■ **Activity**:
Where does the word "pptx" occur in the data below? Copy each line that holds it.

START Provided data

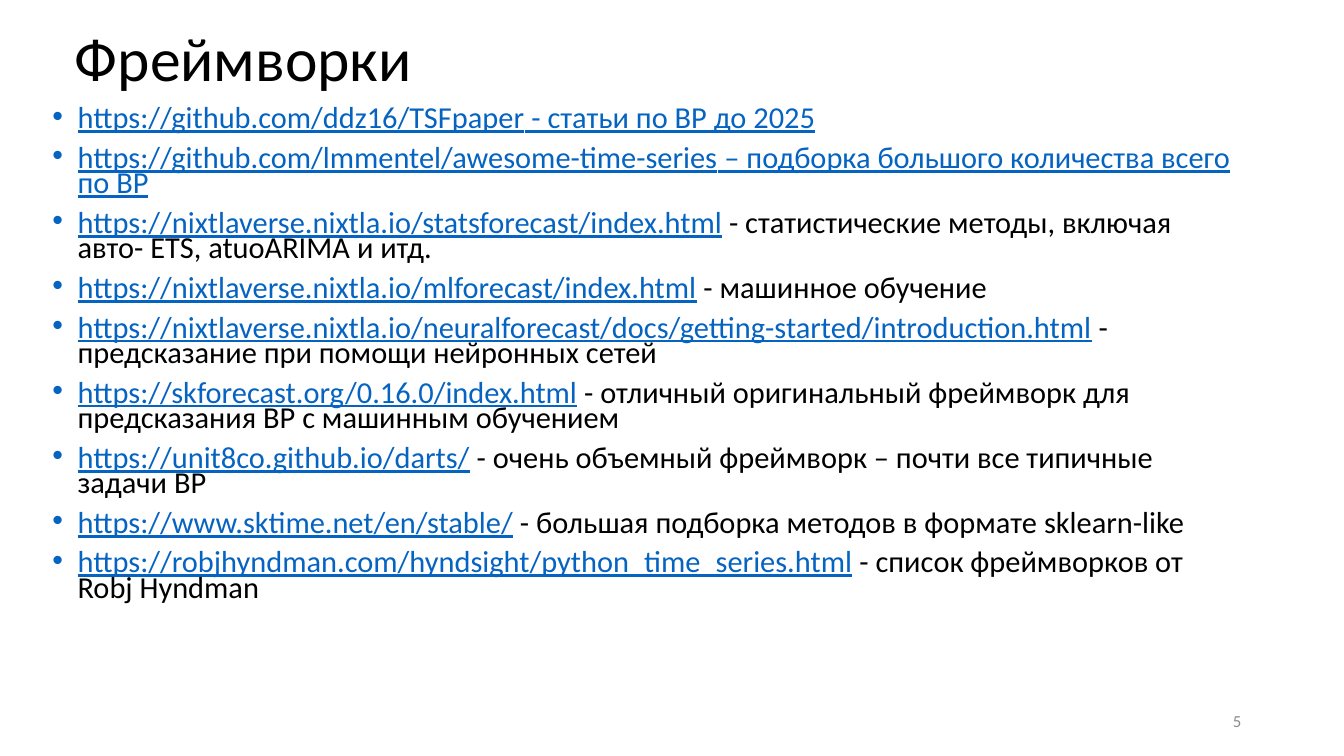
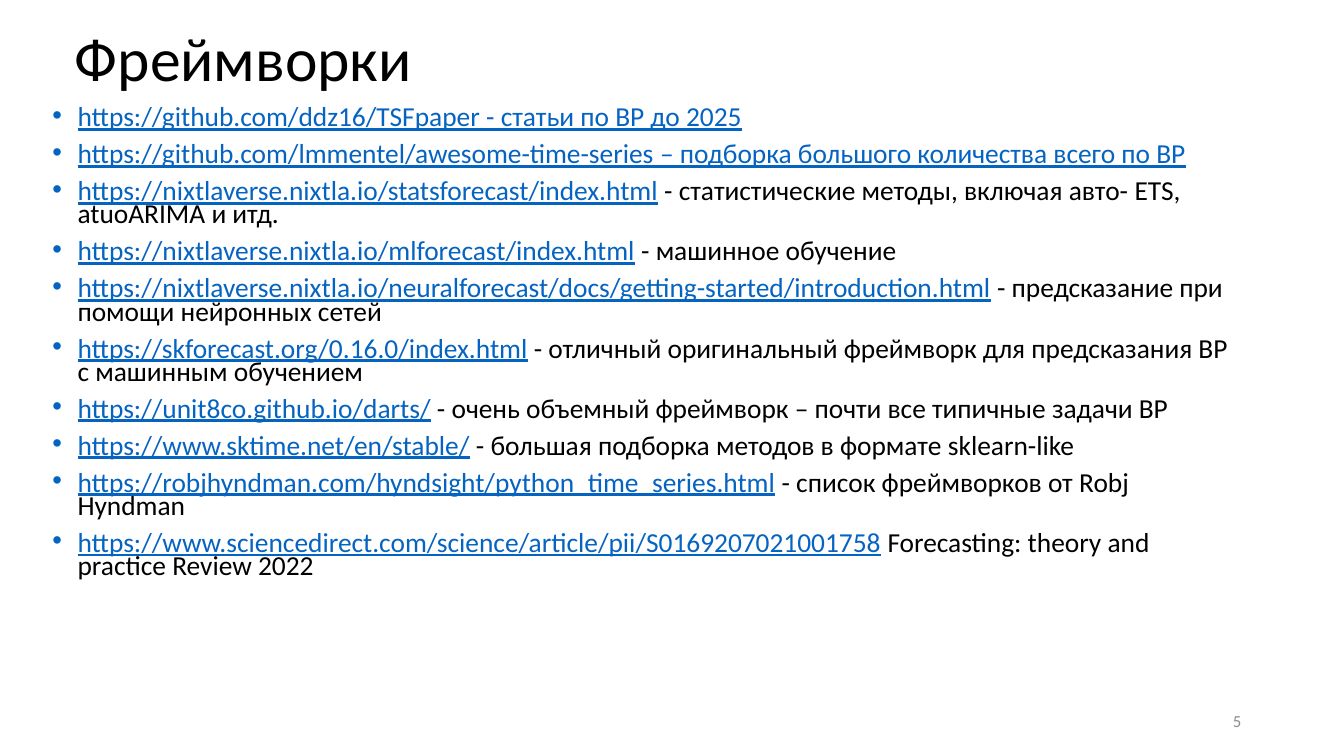
Before and after one commit to MVRonkin/TimeSeriesCourse, a slide deck: slide 5 of 2025/LEC/00 Литература.pptx. Drawn at 1344x756 pixels with LibreOffice and Linux fonts; fonts in the diff are those of the drawing. Boxes give left, top, right and bottom in pixels: in the first picture for what was removed or moved away, otherwise in the second. Text is boxed around its words. In the diff, an @@ line names an element or a change of style, - is before the commit and + after.

```diff
--- a/2025/LEC/00 Литература.pptx
+++ b/2025/LEC/00 Литература.pptx
@@ text at box(78, 107, 1227, 520): size 21.7 to 19.6 pt in "https://github.com/ddz16/TSFpaper - статьи по ВР до 2025", "https://github.com/lmmentel/awesome-time-series – подборка б ...", "https://nixtlaverse.nixtla.io/statsforecast/index.html - ста ...", "https://nixtlaverse.nixtla.io/mlforecast/index.html - машинн ..." and 5 more places @@
@@ text at box(78, 533, 1150, 580): paragraph added @@
+• https://www.sciencedirect.com/science/article/pii/S0169207021001758 Forecasting: theory and practice Review 2022
```

END Provided data

■ **Answer box**:
Before and after one commit to MVRonkin/TimeSeriesCourse, a slide deck: slide 5 of 2025/LEC/00 Литература.pptx. Drawn at 1344x756 pixels with LibreOffice and Linux fonts; fonts in the diff are those of the drawing. Boxes give left, top, right and bottom in pixels: in the first picture for what was removed or moved away, otherwise in the second. Text is boxed around its words. In the diff, an @@ line names an element or a change of style, - is before the commit and + after.
--- a/2025/LEC/00 Литература.pptx
+++ b/2025/LEC/00 Литература.pptx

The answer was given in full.